#### PROBLEM STATEMENT:
Scan the entries for the word "Accessibility". Every line that has it should be copied.

#### MATERIAL PROVIDED:
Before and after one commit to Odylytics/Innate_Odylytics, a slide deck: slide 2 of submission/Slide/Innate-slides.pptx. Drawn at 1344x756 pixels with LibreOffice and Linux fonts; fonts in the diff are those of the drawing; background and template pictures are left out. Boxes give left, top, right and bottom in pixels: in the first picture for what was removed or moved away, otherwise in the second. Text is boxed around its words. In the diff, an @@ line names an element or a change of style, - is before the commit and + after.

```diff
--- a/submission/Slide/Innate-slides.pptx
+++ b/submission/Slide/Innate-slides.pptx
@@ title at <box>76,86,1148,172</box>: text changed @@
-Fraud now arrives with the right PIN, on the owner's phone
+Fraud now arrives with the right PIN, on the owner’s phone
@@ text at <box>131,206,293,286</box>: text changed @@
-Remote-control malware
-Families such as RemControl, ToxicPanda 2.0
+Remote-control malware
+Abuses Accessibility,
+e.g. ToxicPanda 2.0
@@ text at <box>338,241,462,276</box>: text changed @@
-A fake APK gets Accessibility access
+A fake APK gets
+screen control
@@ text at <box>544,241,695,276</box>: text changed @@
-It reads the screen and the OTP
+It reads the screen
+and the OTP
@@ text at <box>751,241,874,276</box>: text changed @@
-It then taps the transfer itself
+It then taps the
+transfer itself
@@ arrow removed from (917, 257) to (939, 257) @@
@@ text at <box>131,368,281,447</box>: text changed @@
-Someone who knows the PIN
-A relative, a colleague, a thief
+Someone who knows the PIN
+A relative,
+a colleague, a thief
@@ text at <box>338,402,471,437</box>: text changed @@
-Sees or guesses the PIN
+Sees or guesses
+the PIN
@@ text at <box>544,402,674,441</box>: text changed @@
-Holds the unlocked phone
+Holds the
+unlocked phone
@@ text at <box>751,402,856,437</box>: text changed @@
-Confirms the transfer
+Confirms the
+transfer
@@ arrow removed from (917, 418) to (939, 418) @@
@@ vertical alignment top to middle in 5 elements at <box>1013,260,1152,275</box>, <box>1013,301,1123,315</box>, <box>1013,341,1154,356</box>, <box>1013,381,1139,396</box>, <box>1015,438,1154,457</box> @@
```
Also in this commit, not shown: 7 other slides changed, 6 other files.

---

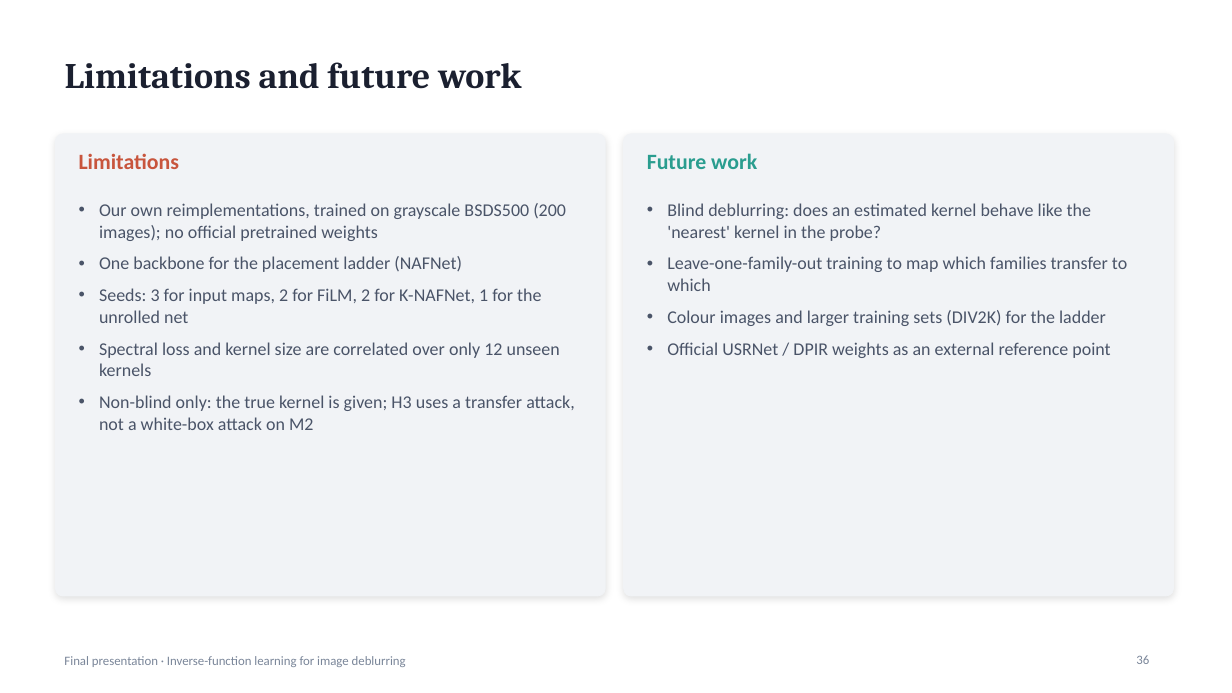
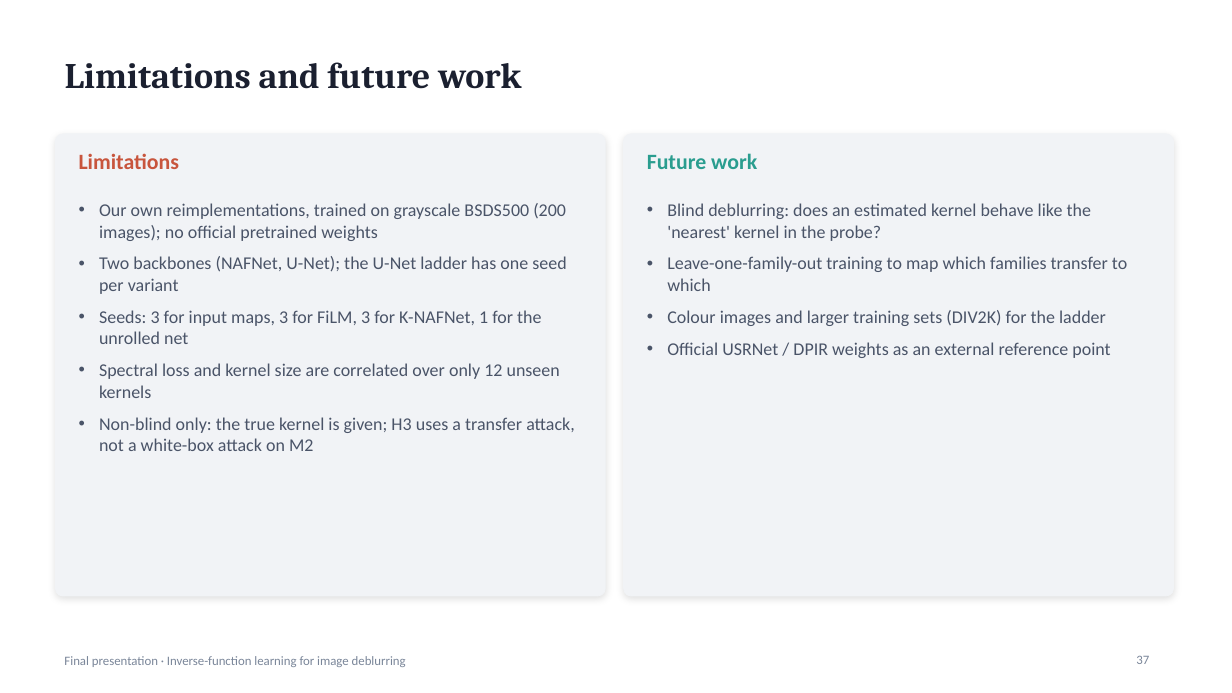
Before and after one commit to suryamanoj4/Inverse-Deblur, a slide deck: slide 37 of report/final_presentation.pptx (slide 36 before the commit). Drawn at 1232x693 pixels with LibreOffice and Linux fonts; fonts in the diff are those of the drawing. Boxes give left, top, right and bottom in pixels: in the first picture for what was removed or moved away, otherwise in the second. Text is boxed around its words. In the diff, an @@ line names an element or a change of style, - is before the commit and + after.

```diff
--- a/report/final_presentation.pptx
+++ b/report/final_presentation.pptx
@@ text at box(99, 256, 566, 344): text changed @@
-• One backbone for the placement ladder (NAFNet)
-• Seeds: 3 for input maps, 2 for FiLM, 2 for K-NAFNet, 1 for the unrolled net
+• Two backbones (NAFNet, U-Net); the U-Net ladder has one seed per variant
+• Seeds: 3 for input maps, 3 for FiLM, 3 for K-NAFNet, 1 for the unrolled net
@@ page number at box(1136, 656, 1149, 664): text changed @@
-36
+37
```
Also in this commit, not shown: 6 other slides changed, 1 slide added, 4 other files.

#### RESPONSE TO THIS EXERCISE:
+Abuses Accessibility,
-A fake APK gets Accessibility access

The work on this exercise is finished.